[Data entries]
▽
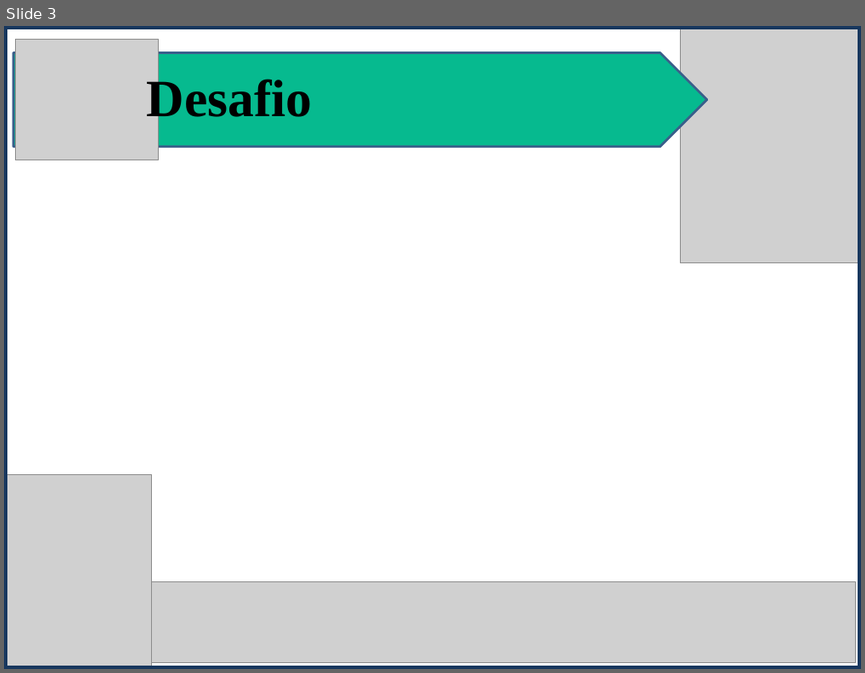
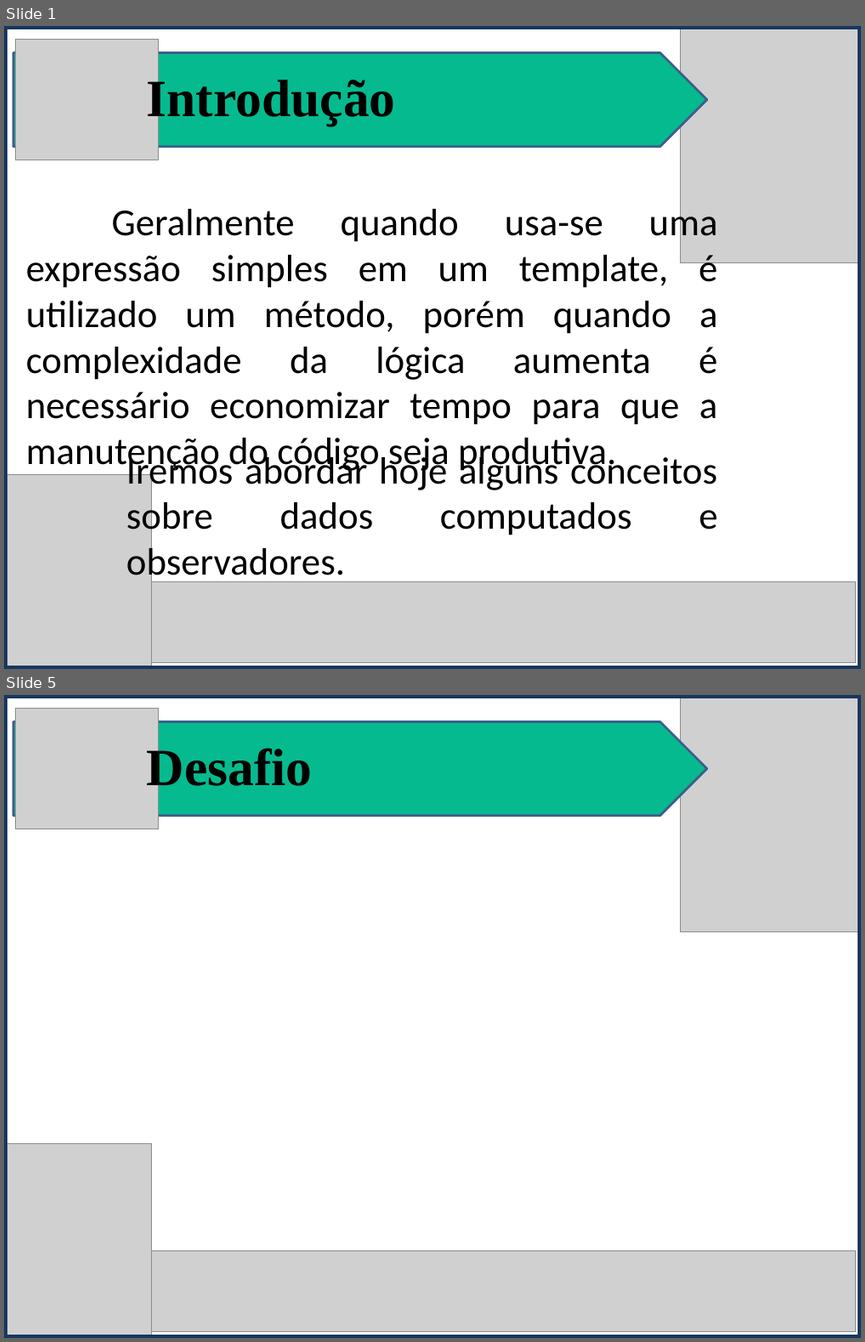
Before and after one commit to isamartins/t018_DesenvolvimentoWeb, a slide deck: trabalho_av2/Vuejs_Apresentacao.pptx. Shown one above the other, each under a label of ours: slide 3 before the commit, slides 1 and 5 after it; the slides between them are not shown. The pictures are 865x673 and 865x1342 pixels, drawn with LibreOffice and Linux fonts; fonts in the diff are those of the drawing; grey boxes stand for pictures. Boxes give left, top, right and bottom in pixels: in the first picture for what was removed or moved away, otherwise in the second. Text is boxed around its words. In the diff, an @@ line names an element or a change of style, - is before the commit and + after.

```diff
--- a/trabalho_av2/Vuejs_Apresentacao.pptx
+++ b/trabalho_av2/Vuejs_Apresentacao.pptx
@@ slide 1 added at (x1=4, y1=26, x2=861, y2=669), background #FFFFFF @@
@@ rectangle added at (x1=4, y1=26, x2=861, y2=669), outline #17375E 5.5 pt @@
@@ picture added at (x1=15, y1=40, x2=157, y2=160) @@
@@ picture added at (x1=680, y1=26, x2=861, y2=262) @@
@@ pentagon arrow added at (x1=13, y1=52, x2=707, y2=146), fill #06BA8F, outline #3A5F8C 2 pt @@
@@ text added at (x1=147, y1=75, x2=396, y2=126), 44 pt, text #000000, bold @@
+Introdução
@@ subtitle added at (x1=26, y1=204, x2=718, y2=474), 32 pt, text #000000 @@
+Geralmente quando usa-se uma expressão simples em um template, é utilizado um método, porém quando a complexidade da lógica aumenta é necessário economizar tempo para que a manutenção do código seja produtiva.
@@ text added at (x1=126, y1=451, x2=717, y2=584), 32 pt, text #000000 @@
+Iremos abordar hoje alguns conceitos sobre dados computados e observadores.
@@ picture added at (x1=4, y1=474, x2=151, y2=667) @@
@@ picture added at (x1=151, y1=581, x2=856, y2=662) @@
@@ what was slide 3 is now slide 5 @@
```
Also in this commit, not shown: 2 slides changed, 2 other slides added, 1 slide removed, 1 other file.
△
- Work to complete
Those lines above that contain the string "outline" should be returned.

- Task solution
@@ rectangle added at (x1=4, y1=26, x2=861, y2=669), outline #17375E 5.5 pt @@
@@ pentagon arrow added at (x1=13, y1=52, x2=707, y2=146), fill #06BA8F, outline #3A5F8C 2 pt @@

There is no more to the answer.